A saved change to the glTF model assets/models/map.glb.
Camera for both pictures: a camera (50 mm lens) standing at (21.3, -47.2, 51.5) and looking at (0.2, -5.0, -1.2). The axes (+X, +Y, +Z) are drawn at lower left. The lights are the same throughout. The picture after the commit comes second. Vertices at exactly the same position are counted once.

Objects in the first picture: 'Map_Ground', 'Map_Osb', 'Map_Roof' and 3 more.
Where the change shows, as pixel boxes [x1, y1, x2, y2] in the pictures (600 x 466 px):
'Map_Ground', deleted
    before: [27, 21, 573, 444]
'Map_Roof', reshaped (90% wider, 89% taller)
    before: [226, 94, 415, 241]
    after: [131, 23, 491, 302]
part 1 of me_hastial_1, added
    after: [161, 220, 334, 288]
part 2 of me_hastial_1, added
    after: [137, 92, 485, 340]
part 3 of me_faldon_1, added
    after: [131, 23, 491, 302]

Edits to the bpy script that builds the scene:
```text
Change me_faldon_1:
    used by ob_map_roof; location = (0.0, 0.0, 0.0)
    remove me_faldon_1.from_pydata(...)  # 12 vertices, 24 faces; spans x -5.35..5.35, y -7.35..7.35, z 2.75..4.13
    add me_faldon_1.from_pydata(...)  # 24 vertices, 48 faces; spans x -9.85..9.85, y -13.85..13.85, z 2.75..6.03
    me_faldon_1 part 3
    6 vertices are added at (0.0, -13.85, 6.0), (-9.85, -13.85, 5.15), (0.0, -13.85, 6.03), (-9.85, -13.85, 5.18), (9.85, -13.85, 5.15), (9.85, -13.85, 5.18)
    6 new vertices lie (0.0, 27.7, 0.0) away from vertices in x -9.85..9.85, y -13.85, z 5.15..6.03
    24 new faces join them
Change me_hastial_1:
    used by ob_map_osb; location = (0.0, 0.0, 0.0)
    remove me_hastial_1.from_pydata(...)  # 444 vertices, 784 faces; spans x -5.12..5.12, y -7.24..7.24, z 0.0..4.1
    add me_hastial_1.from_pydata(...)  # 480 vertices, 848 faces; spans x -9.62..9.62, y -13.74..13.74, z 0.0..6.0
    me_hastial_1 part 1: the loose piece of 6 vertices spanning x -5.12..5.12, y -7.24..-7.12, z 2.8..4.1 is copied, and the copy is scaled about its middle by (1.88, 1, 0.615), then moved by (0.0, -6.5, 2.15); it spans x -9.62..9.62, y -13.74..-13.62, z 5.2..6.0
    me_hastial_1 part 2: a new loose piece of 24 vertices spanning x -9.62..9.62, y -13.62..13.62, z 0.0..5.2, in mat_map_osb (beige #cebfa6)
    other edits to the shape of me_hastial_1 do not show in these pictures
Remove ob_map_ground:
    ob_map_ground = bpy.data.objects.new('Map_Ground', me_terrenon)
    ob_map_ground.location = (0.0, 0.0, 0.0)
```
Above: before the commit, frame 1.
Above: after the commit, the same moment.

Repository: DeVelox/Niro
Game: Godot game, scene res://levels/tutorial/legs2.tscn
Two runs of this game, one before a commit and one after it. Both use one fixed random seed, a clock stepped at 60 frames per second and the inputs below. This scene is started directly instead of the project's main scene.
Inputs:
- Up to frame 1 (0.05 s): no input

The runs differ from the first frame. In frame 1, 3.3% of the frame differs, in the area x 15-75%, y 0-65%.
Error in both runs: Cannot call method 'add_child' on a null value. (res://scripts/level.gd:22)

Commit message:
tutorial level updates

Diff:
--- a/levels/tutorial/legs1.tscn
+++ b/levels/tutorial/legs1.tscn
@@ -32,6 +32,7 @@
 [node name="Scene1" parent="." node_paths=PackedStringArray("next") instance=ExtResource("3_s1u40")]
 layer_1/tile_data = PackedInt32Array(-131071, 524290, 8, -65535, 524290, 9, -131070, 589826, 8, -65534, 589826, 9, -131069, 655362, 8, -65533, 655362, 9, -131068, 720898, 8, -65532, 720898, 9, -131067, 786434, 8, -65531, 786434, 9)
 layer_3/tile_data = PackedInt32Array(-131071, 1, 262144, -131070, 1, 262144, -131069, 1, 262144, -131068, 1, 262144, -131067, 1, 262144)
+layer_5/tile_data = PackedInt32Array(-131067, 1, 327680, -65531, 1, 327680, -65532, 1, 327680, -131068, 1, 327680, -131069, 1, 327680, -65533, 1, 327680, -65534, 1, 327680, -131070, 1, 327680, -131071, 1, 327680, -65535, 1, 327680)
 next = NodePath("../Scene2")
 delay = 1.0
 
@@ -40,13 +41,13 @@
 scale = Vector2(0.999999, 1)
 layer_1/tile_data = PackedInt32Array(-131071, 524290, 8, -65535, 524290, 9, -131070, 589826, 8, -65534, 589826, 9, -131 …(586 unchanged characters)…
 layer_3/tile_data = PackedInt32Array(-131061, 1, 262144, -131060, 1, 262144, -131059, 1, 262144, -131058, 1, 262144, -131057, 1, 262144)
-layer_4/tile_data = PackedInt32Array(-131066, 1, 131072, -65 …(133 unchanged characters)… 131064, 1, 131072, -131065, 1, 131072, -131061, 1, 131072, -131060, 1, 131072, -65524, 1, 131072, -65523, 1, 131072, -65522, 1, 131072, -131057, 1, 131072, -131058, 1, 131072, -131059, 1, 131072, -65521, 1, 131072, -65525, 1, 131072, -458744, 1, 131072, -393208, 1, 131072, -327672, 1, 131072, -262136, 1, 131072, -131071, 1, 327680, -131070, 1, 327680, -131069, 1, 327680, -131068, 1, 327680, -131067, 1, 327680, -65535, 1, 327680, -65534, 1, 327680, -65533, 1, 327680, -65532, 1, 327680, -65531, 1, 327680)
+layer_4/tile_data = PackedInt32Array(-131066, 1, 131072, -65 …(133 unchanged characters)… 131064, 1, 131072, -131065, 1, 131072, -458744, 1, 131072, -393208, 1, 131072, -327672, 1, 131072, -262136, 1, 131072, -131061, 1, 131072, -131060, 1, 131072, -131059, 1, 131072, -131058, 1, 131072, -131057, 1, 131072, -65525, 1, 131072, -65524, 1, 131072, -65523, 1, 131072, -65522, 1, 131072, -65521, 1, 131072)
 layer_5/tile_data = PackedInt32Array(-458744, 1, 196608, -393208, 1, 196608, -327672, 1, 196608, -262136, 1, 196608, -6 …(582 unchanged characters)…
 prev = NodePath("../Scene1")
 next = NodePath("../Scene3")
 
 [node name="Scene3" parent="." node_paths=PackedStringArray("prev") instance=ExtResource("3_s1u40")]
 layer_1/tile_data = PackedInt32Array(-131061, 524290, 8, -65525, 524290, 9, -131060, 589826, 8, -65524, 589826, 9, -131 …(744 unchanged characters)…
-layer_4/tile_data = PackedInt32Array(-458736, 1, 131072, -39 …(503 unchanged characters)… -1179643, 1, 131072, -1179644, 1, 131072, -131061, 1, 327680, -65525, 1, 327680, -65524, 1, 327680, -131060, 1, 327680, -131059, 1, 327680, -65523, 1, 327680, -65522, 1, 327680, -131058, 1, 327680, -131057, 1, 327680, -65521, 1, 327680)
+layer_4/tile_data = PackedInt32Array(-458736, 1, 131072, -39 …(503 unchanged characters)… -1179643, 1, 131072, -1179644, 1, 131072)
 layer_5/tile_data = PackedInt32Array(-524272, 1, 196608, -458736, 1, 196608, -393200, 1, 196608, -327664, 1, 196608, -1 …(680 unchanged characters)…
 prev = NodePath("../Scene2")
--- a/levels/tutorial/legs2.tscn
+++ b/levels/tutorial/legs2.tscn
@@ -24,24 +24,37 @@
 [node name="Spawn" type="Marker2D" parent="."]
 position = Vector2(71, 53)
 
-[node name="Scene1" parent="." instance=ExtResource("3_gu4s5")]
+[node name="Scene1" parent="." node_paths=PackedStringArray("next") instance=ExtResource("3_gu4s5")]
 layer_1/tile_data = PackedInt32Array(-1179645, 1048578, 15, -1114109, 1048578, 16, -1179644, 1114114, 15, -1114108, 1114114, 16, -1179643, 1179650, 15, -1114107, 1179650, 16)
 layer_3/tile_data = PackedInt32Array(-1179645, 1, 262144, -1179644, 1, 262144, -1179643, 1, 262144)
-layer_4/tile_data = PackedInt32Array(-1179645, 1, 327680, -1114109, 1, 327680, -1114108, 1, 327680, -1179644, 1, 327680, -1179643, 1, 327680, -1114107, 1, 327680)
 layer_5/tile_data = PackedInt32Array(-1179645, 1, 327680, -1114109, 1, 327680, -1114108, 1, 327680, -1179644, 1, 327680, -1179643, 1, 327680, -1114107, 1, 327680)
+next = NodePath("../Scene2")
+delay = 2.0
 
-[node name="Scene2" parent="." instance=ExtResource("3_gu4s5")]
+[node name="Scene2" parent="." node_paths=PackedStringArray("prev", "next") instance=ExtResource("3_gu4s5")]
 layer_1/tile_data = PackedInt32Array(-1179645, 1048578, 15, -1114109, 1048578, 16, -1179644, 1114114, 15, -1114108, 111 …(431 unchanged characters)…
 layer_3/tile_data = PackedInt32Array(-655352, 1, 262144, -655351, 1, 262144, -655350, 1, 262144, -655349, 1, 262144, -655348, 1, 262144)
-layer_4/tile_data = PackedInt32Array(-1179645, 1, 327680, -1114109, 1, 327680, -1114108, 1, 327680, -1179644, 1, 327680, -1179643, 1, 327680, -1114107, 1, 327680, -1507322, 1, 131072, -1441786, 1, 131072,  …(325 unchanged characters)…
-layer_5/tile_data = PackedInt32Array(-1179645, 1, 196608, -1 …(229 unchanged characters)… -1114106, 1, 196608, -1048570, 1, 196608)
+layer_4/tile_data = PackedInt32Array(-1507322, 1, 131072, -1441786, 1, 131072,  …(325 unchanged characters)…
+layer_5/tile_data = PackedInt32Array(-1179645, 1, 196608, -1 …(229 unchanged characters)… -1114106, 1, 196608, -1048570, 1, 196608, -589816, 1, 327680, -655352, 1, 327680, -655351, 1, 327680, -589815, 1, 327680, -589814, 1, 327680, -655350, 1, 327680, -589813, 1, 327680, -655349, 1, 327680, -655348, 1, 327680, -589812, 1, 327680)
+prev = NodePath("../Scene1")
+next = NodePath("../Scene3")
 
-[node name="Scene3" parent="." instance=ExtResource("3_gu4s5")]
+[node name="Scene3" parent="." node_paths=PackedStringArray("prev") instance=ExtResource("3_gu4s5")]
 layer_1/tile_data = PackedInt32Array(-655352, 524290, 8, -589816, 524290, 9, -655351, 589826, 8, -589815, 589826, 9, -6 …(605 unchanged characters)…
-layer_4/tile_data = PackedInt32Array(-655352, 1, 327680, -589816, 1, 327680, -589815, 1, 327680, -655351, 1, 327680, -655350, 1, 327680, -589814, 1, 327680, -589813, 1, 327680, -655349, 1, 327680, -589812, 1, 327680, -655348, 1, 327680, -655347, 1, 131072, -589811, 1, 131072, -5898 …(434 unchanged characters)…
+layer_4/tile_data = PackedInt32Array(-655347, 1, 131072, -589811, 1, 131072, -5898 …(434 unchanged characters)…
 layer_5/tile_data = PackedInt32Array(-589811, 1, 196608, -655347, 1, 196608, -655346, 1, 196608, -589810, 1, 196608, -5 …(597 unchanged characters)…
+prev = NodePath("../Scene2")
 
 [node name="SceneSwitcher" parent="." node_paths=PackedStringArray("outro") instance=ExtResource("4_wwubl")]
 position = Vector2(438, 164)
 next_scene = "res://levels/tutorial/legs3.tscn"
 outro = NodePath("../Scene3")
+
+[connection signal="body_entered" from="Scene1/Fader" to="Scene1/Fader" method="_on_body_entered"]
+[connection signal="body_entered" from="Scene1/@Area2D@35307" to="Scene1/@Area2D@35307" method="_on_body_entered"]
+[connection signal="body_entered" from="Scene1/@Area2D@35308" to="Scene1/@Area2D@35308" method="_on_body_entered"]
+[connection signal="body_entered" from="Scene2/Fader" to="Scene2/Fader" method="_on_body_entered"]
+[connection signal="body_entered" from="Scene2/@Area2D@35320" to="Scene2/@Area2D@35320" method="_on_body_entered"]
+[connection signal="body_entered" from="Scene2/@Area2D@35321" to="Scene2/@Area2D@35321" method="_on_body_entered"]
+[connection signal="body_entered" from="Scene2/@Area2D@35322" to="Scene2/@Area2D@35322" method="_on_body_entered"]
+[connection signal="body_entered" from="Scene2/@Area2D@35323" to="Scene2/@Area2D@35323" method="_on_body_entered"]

────────────────────

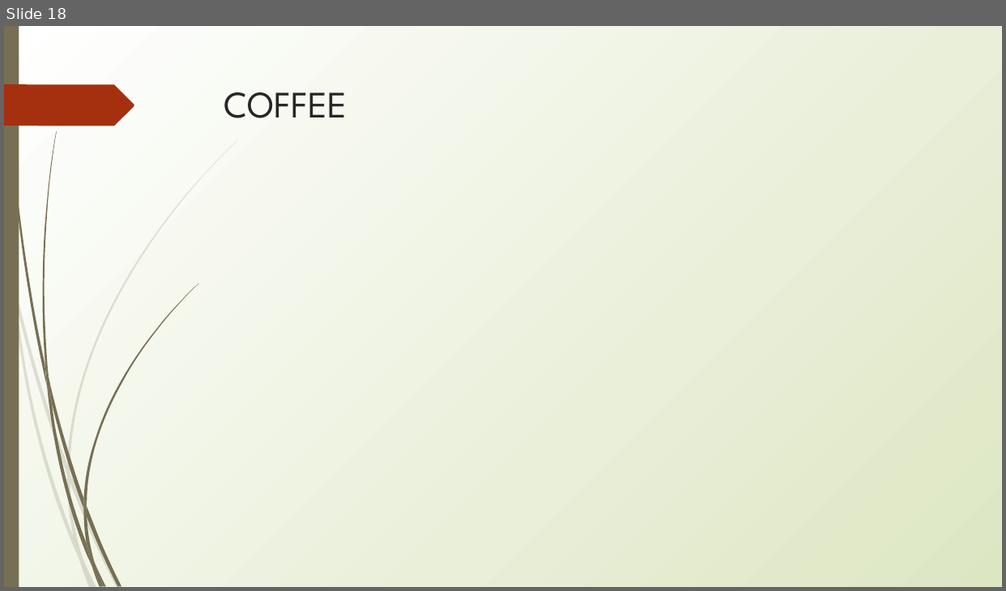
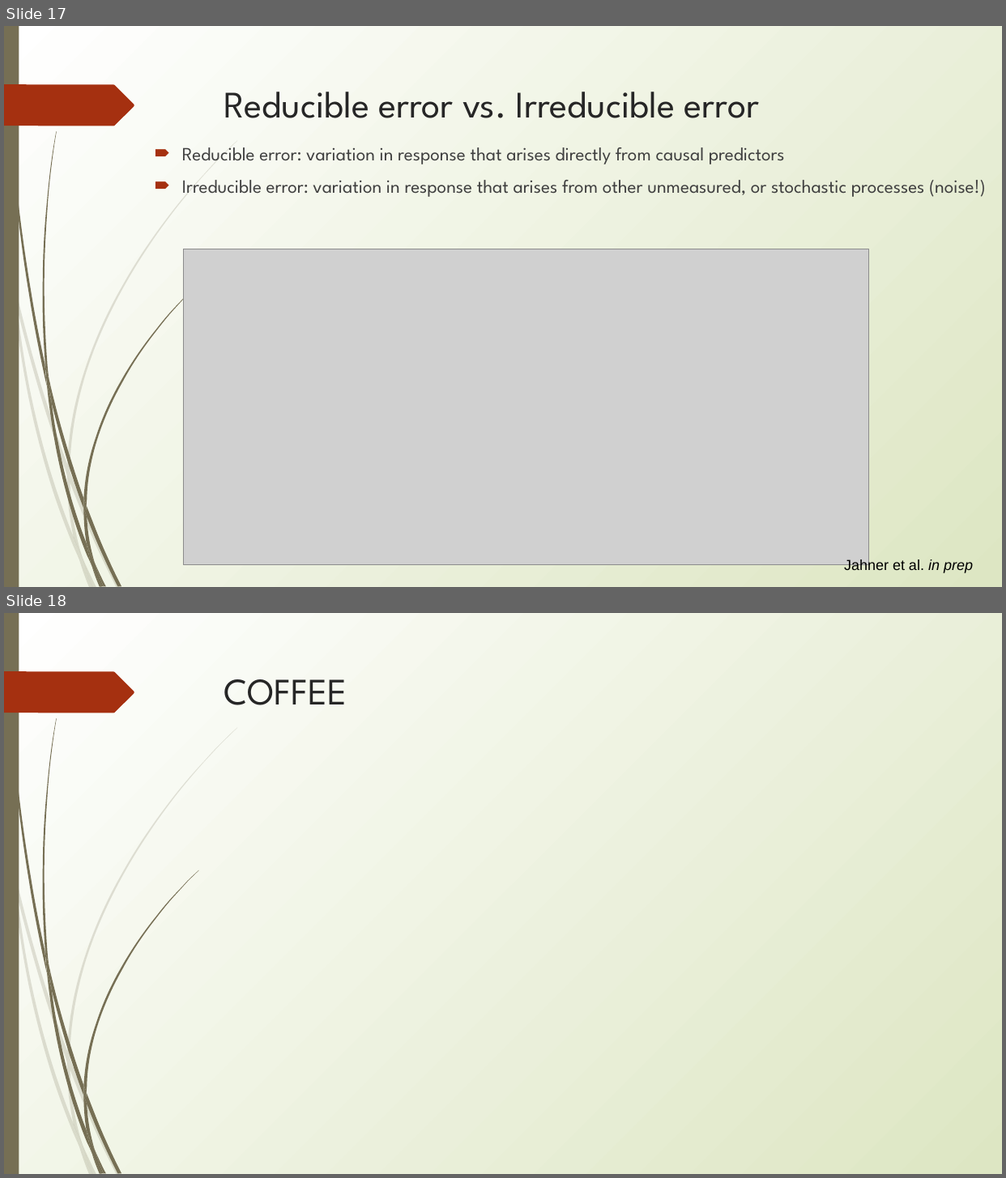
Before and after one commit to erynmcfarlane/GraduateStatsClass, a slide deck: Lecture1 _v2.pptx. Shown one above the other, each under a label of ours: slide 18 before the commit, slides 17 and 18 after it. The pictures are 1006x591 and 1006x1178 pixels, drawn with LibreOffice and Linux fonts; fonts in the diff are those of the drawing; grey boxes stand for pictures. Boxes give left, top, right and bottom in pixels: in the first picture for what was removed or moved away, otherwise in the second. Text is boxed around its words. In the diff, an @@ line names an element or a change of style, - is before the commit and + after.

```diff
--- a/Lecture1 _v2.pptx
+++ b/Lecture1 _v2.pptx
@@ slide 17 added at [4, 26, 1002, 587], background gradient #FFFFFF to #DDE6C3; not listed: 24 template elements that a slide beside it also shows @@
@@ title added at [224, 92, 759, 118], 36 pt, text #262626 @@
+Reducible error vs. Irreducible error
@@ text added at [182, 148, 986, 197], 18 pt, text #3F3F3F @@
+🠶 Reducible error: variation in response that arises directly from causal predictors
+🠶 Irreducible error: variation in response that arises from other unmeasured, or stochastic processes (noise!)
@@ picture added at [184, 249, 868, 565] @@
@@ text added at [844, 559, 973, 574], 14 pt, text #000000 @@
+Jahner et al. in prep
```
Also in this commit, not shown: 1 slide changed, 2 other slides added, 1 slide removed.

────────────────────

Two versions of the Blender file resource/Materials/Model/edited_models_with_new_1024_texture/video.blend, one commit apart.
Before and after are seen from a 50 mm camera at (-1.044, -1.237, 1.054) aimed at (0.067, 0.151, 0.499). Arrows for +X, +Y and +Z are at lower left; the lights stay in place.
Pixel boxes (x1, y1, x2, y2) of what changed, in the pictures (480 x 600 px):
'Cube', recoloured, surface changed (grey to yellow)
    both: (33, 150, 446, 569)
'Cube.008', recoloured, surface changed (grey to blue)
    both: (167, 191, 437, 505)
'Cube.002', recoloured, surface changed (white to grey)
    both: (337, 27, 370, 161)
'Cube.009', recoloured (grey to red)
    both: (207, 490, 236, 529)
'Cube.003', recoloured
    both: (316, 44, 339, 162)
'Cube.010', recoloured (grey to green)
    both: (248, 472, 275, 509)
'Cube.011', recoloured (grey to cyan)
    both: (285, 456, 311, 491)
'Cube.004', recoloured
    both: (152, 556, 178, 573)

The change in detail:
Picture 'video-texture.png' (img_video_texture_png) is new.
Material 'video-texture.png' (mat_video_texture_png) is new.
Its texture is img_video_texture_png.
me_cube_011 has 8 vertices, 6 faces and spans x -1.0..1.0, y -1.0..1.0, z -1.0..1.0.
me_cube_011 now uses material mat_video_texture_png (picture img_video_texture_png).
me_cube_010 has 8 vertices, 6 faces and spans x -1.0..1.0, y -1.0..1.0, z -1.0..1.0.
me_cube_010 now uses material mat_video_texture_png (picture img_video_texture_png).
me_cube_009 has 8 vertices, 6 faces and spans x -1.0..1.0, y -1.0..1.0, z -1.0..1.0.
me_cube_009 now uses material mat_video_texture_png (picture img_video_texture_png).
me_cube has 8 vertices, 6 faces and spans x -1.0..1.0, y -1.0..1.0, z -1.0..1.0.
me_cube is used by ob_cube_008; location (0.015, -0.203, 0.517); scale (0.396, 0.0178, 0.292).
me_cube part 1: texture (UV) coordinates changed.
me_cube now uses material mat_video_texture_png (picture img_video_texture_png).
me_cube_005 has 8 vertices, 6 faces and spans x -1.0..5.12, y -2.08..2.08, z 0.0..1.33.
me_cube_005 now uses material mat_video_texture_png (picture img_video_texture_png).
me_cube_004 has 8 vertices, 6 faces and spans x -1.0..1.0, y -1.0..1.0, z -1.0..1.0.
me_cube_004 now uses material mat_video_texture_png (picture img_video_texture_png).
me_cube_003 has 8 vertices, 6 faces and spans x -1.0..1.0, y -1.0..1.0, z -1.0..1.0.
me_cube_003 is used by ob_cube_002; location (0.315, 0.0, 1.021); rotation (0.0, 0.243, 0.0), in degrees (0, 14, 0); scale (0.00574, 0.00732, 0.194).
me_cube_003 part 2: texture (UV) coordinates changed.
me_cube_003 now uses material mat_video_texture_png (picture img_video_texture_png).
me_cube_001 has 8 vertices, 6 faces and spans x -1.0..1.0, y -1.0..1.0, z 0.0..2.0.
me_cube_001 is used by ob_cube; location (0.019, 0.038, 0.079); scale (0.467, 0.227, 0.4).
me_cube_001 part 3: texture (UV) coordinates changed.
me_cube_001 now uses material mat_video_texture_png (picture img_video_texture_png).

────────────────────

- Problem statement -
Within the listing above, locate the line containing "-1 …(680 unchanged characters)…" and the line containing "-1179643, 1, 262144)". Reproduce those two lines and all lines between them exactly, with nothing added.

- Result of the task -
 layer_5/tile_data = PackedInt32Array(-524272, 1, 196608, -458736, 1, 196608, -393200, 1, 196608, -327664, 1, 196608, -1 …(680 unchanged characters)…
 prev = NodePath("../Scene2")
--- a/levels/tutorial/legs2.tscn
+++ b/levels/tutorial/legs2.tscn
@@ -24,24 +24,37 @@
 [node name="Spawn" type="Marker2D" parent="."]
 position = Vector2(71, 53)
 
-[node name="Scene1" parent="." instance=ExtResource("3_gu4s5")]
+[node name="Scene1" parent="." node_paths=PackedStringArray("next") instance=ExtResource("3_gu4s5")]
 layer_1/tile_data = PackedInt32Array(-1179645, 1048578, 15, -1114109, 1048578, 16, -1179644, 1114114, 15, -1114108, 1114114, 16, -1179643, 1179650, 15, -1114107, 1179650, 16)
 layer_3/tile_data = PackedInt32Array(-1179645, 1, 262144, -1179644, 1, 262144, -1179643, 1, 262144)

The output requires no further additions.